The horrific images from Ukraine jolt me from my comfort and I reflect on air-raid sirens, bunkers, explosions, refugees, civilian and military casualties.
Historical connections to the region seem to draw my curiosity closer. Ukraine is part of my family lore.
Moreover, the Ukrainian countryside and their cities look very much like ours. Mariupol looks like Winnipeg. The maternity hospital, hit by an air strike on March 9, looks like the health-care building two blocks from my home.
And I notice many of the people themselves look like me: a white male of European descent.
In a more sober moment, I wonder about atrocities in general, of which there are many: Myanmar, Afghanistan, Yemen, Ethiopia, South Sudan, Syria, Palestine and many more. And I wonder about our selective news coverage, the overwhelming need, our political will, the role of the church—and the significance of my own white racial lens.
I am reminded that it’s possible to name a citizen, armed to protect their country, a “hero” (in Ukraine) and another, a “terrorist” (say, in Palestine).
Mainstream media narrates the heroism of the current Ukrainian population, and I am drawn into the emotional appeals, the strong pleas, the “sensible” nature of defensive violence against barbaric attacks.
I am also reminded that, 100 years ago, in this same region, under similar violent and chaotic circumstances, some in my Mennonite history formed the Selbstschutz, or self-defence units. Some would consider them heroes, although the dominant Mennonite storyline, to which I have generally subscribed, has viewed such violence as a severe compromise to a pacifism that is central to our faith.
My sombre reflections invite me to deeply consider two things: A racism that colours what we see and don’t see, and a personal faith that would be duly tested should such horrific circumstances be closer to home.
What do we do in this complexity? Where is God when doubt and fear and anger rise?
Let me offer some practices to which I feel compelled:
- Live generously because God is generous, and because war exposes how much we have and others don’t.

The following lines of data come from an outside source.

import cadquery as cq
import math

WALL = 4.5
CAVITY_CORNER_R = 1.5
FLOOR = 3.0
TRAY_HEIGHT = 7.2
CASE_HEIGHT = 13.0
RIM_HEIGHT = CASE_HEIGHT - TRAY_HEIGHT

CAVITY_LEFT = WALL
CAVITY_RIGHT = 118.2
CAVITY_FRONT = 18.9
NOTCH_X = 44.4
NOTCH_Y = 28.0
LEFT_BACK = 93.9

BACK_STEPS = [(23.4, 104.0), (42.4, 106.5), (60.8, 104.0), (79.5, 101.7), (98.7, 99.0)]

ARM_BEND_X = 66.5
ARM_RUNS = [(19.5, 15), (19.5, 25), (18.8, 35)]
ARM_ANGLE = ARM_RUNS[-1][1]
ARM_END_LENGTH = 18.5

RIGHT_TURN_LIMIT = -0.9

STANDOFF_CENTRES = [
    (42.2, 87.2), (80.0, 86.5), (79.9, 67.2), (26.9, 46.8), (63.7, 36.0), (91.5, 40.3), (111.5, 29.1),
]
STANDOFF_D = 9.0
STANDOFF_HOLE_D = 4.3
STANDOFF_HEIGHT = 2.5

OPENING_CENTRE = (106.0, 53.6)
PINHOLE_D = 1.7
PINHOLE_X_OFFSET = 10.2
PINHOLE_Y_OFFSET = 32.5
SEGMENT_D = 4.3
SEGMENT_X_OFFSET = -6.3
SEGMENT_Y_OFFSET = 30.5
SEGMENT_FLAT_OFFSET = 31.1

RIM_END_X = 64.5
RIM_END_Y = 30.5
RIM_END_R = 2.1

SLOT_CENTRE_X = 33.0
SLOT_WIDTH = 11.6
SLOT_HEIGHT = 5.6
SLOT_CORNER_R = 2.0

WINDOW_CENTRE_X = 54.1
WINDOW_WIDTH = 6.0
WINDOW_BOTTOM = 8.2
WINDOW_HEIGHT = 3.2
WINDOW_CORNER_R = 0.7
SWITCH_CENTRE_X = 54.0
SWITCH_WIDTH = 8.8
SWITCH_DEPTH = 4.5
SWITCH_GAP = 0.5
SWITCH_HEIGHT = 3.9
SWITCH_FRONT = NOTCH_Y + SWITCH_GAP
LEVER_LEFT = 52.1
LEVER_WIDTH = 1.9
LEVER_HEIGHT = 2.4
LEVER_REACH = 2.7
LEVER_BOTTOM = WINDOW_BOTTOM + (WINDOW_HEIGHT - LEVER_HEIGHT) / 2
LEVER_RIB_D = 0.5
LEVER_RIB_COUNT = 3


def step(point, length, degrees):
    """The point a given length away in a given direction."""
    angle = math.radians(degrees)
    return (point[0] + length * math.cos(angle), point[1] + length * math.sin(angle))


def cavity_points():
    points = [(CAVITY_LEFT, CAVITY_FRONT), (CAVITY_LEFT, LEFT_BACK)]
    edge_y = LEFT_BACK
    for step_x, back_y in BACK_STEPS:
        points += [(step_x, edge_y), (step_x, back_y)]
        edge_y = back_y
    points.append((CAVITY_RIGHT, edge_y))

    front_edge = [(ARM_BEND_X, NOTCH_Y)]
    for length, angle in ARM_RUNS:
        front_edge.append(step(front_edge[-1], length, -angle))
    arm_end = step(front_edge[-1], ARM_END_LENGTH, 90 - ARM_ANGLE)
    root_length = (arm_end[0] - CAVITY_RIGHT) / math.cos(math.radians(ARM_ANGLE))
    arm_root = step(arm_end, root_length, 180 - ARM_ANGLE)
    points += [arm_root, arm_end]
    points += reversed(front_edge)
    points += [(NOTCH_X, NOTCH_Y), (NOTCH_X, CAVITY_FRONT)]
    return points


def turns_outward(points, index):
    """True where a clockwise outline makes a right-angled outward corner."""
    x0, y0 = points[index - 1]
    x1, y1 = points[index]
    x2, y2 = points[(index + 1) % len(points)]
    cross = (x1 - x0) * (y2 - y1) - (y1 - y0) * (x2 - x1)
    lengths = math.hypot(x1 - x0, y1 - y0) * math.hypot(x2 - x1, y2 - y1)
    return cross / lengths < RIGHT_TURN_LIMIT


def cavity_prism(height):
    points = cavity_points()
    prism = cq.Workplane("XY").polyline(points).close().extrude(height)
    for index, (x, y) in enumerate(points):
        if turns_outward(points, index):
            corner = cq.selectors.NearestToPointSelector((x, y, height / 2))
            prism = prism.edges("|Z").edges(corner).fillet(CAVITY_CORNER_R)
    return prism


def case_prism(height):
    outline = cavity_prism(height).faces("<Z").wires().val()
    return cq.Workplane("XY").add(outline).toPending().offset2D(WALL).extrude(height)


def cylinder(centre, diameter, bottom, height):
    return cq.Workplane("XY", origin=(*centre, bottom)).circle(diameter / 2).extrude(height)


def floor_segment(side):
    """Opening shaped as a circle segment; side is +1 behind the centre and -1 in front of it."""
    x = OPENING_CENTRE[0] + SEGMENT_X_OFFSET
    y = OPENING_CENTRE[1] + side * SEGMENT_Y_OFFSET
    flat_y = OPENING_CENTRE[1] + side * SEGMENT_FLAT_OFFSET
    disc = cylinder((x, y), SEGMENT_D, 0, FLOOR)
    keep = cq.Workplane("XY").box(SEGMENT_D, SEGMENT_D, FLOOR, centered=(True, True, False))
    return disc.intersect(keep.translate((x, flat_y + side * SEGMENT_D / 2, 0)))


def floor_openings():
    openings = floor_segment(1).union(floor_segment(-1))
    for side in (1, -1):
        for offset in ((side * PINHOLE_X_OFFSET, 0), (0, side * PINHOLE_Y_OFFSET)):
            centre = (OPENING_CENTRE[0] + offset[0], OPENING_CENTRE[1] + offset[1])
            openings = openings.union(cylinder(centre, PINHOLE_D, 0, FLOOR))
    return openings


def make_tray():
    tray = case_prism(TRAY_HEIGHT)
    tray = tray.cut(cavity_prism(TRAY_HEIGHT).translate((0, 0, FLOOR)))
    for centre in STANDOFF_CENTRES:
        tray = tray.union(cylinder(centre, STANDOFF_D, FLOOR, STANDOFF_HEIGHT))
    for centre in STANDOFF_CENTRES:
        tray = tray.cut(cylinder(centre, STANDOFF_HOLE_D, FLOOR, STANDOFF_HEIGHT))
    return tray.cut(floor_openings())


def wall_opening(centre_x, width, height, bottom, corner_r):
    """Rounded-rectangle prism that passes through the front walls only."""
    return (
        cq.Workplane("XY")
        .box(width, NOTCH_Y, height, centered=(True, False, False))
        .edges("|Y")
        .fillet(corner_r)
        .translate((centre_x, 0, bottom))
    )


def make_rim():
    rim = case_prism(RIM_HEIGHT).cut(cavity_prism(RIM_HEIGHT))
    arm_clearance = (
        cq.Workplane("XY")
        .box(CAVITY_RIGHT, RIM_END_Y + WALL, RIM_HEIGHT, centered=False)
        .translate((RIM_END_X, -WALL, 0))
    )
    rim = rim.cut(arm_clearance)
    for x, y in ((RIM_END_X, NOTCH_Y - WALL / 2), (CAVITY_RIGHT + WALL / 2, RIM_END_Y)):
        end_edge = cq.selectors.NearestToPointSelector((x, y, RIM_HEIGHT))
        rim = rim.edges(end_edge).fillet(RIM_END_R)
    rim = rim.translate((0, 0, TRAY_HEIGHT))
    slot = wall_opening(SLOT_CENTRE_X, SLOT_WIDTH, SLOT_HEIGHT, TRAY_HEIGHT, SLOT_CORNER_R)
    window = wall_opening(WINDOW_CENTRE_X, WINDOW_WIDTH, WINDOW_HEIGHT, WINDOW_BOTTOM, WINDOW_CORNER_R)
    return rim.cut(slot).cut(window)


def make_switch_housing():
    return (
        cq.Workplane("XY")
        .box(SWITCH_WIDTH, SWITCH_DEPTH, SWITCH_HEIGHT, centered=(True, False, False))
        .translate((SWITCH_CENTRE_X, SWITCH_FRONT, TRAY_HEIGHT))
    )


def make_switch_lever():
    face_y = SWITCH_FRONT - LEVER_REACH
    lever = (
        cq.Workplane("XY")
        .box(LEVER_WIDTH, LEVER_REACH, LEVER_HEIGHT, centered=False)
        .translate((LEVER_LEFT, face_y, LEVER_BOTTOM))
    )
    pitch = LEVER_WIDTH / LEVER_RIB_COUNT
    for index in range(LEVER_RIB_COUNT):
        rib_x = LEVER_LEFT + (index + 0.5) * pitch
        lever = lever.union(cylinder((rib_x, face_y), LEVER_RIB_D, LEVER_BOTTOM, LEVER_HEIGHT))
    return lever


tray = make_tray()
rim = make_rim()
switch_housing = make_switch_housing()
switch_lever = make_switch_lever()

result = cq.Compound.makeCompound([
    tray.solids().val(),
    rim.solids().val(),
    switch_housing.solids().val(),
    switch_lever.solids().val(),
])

- Work to break down racial, gender and other barriers because God is welcoming and inclusive, and because recognizing privilege, dismantling walls of division and loving enemies is the work of nonviolent peacemaking.
- Read good literature, rediscover the biblical peacemaking traditions found in Scripture and engage books like A Field Guide to Christian Nonviolence, one of many titles at CommonWord about key thinkers, activists and movements for the gospel of peace.
- Talk and pray frequently with family, friends and congregational members.
- Moreover, rest and wrestle with the Prince of Peace, who shows God’s true self, God’s full intentions, and whose Spirit moves still within and among us.
May all our efforts of nonviolence become habitual practices and loving postures, whose effects, multiplied by the Spirit, reach beyond our imaginings.
Arlyn Friesen Epp is director of the CommonWord Bookstore and Resource Centre in Winnipeg.